Çevresel Öğrenmenin Dil Öğrenmeye Katkısı
Neden bir yabancı dil öğretemiyoruz diye sürekli birilerini suçlamaya gerek yok. Dil öğrenme sürecinde ilköğretimden itibaren yapılan her türlü çabanın karşılığı mutlaka görülecektir. Bahsettiğimiz bu okuldaki çabaların sadece sınıfta kalmadığını kanıtlayan güzel örnekleri de okul duvarlarının renkli görsellerle süslenmesidir.
Dil öğretiminin sadece sınıfta kaldığı öğrencinin hiçbir etkileşim ve çalışma şansı bulmadığından hep şikâyet edenler için bu tür uygulamaların önemini fark etmelerinde fayda var. Sınıf içinde öğrettiğimiz bazı temel düzeydeki bilgilerin öğretmen ve kitap ile yeterince kazandırılması ne yazık ki mümkün olamamaktadır. Bu yüzden çevresel öğrenme (peripheral learning) ile öğrenme süreci daha kalıcı hale gelebilir. Ders sırasında öğretilen bir konunun öğrenilmesi, okul ve sınıf duvarlarında asılı olan tablolar, görseller, şemalar, resimler yardımıyla daha da kolaylaşacaktır. Yabancı dil öğrenme sürecinde en zorlandığımız alan yeterli kelime bilgisine sahip olamamaktır. Kelime bilgisinin eksikliği dili kullanmada büyük sorun olduğunu söylemeye gerek yok. Bir dilin dilbilgisi yapısını çok iyi bilmeniz o dili çok iyi kullanacağınız anlamına gelmez. O yüzden dil öğretiminde yapılan çalışmalar bir kelimeyi iyi öğrenebilmek ve uzun süreli belleğe atabilmek için o kelime ile en az sekiz yada on defa karşılaşmak gerektiğini göstermektedir. Bu karşılaşma ister okuyarak, ister yazarak, isterse de dinleyerek olsun fark etmez.

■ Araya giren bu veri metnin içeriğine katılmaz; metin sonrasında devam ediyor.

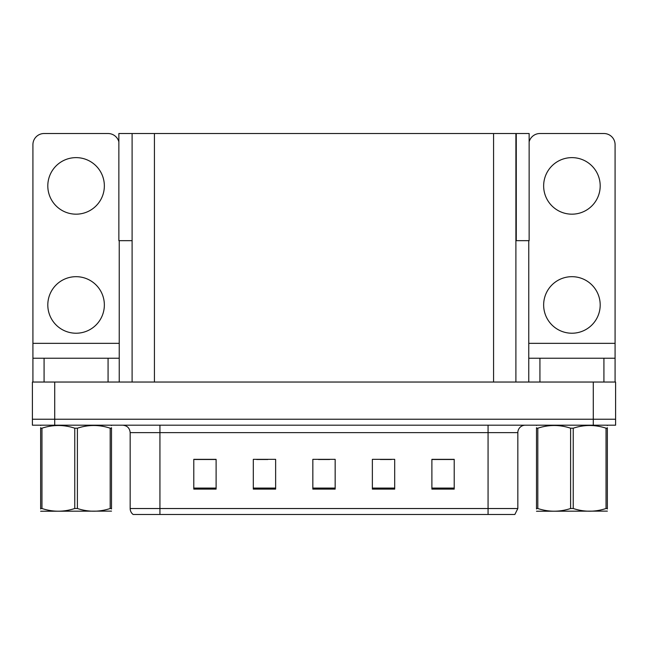 <?xml version="1.0" encoding="UTF-8"?>
<svg xmlns="http://www.w3.org/2000/svg" width="648" height="648" viewBox="0 0 648 648"><rect width="100%" height="100%" fill="white"/><g stroke="black" fill="none" stroke-linecap="round" stroke-linejoin="round"><path stroke-width="0.97" d="M515.897 240.667L529.141 240.667L529.141 133.52L515.897 133.52L515.897 382.036M515.897 133.52L118.859 133.52L118.859 240.667L132.103 240.667M516.27 240.667L516.27 133.52M54.724 425.193L615.6 425.193L615.6 419.24L32.4 419.24L32.4 382.036L54.724 382.036L54.724 419.24L32.4 419.24L32.4 425.193L54.724 425.193L54.724 419.24L615.6 419.24L615.6 382.036L54.724 382.036M132.103 133.52L132.103 382.036M517.833 508.526L514.852 514.48L488.065 514.48L488.065 508.526L517.833 508.526L517.833 432.637A7.444 7.444 0 0 1 525.269 425.193M130.167 508.526L159.935 508.526L159.935 514.48L488.065 514.48L133.148 514.48A7.444 7.444 0 0 1 130.167 508.526L130.167 432.637C129.73 428.117 127.251 425.631 122.731 425.193M454.216 489.11L454.216 459.343L431.892 459.343L431.892 489.11L454.216 489.11M394.689 489.11L394.689 459.343L372.365 459.343L372.365 489.11L394.689 489.11M216.108 489.11L216.108 459.343L193.784 459.343L193.784 489.11L216.108 489.11M275.635 489.11L275.635 459.343L253.311 459.343L253.311 489.11L275.635 489.11M335.162 489.11L335.162 459.343L312.838 459.343L312.838 489.11L335.162 489.11M431.892 459.497L453.317 459.497M442.155 459.497L432.71 459.497M256.665 459.497L267.827 459.497M215.444 459.497L205.991 459.497M194.829 459.497L216.108 459.497M380.327 459.497L391.489 459.497M318.492 459.497L329.654 459.497M76.075 214.172A28.277 28.277 0 0 1 47.806 185.903A28.277 28.277 0 0 1 76.075 157.626A28.277 28.277 0 0 1 104.352 185.903A28.277 28.277 0 0 1 76.075 214.172M76.075 333.226A28.277 28.277 0 0 1 47.806 304.949A28.277 28.277 0 0 1 76.075 276.68A28.277 28.277 0 0 1 104.352 304.949A28.277 28.277 0 0 1 76.075 333.226M108.07 382.036L108.07 358.231L44.08 358.231L44.08 382.036M118.859 141.823A11.162 11.162 0 0 0 108.07 133.52L44.08 133.52A11.162 11.162 0 0 0 32.918 144.682L32.918 343.343L119.232 343.343L119.232 382.036M119.232 240.667L119.232 343.343M32.918 382.036L32.918 358.231L44.08 358.231M108.07 358.231L119.232 358.231M32.918 358.231L32.918 343.343M571.925 214.172A28.277 28.277 0 0 1 543.648 185.903A28.277 28.277 0 0 1 571.925 157.626A28.277 28.277 0 0 1 600.194 185.903A28.277 28.277 0 0 1 571.925 214.172M571.925 333.226A28.277 28.277 0 0 1 543.648 304.949A28.277 28.277 0 0 1 571.925 276.68A28.277 28.277 0 0 1 600.194 304.949A28.277 28.277 0 0 1 571.925 333.226M603.92 382.036L603.92 358.231L539.93 358.231L539.93 382.036M528.768 240.667L528.768 343.343L615.082 343.343L615.082 144.682A11.162 11.162 0 0 0 603.92 133.52L539.93 133.52A11.162 11.162 0 0 0 529.141 141.823M528.768 382.036L528.768 358.231L539.93 358.231M603.92 358.231L615.082 358.231L615.082 382.036M615.082 343.343L615.082 358.231M528.768 358.231L528.768 343.343M110.192 428.198L111.513 428.198C111.513 424.594 111.513 424.594 111.513 428.198L111.513 508.502C111.513 512.098 111.513 512.098 111.513 508.502L110.192 508.502L110.192 428.198C99.306 424.602 88.371 424.602 77.395 428.198L74.763 428.198C63.868 424.602 52.934 424.602 41.958 428.198L40.638 428.198C40.638 424.594 40.638 424.594 40.638 428.198L40.638 427.712M111.513 511.118L40.638 511.24M111.513 508.988L111.513 427.721M77.395 428.198L77.395 508.502C88.282 512.098 99.217 512.098 110.192 508.502M77.395 508.502L74.763 508.502L74.763 428.198M111.513 425.542L111.051 425.193M41.958 428.198L41.958 508.502L40.638 508.502L40.638 428.198M41.958 508.502C52.844 512.098 63.779 512.098 74.763 508.502M40.638 508.502C40.638 512.098 40.638 512.098 40.638 508.502L40.638 508.988M606.042 428.198L607.362 428.198C607.362 424.594 607.362 424.594 607.362 428.198L607.362 508.502C607.362 512.098 607.362 512.098 607.362 508.502L606.042 508.502L606.042 428.198C595.156 424.602 584.221 424.602 573.237 428.198L570.605 428.198C559.718 424.602 548.783 424.602 537.808 428.198L536.487 428.198C536.487 424.594 536.487 424.594 536.487 428.198L536.487 427.712M607.362 511.118L536.487 511.24M607.362 508.988L607.362 427.721M573.237 428.198L573.237 508.502C584.132 512.098 595.067 512.098 606.042 508.502M573.237 508.502L570.605 508.502L570.605 428.198M607.362 425.542L606.893 425.193M537.808 428.198L537.808 508.502L536.487 508.502L536.487 428.198M537.808 508.502C548.694 512.098 559.629 512.098 570.605 508.502M536.487 508.502C536.487 512.098 536.487 512.098 536.487 508.502L536.487 508.988M593.276 382.036L593.276 425.193M154.427 133.52L154.427 382.036M493.574 133.52L493.574 382.036M488.065 425.193L488.065 432.637L130.167 432.637M517.833 432.637L488.065 432.637L488.065 508.526L159.935 508.526L159.935 425.193M335.162 488.074L312.838 488.074M275.635 488.074L253.311 488.074M216.108 488.074L193.784 488.074M394.689 488.074L372.365 488.074M454.216 488.074L431.892 488.074M41.108 425.193L40.638 425.461M536.949 425.193L536.487 425.461"/></g></svg>

Kısaca bir dil öğrenmede çevrenin ve iyi bir yönetimin önemine değinmeye çalıştığımız bu yazıda yapılan her türlü iyi uygulamanın desteklenmesinin ne kadar doğru olduğu anlaşılmaktadır. Çevresel öğrenme dil eğitimi açısından kalmayıp okul yönetimi ve öğretmenlerinin de her çevreden yetkililerce takip edilip takdir edilmesi anlamına da gelmelidir. Çevreden alınan olumlu dönütler hem öğrencinin, hem öğretmenin hem de yöneticilerin başarılarına katkı sunacaktır. Her işte olduğu gibi eğitimde de marifetin iltifata tabi olması durumunda bir dil öğrenmek de zor olmayacaktır.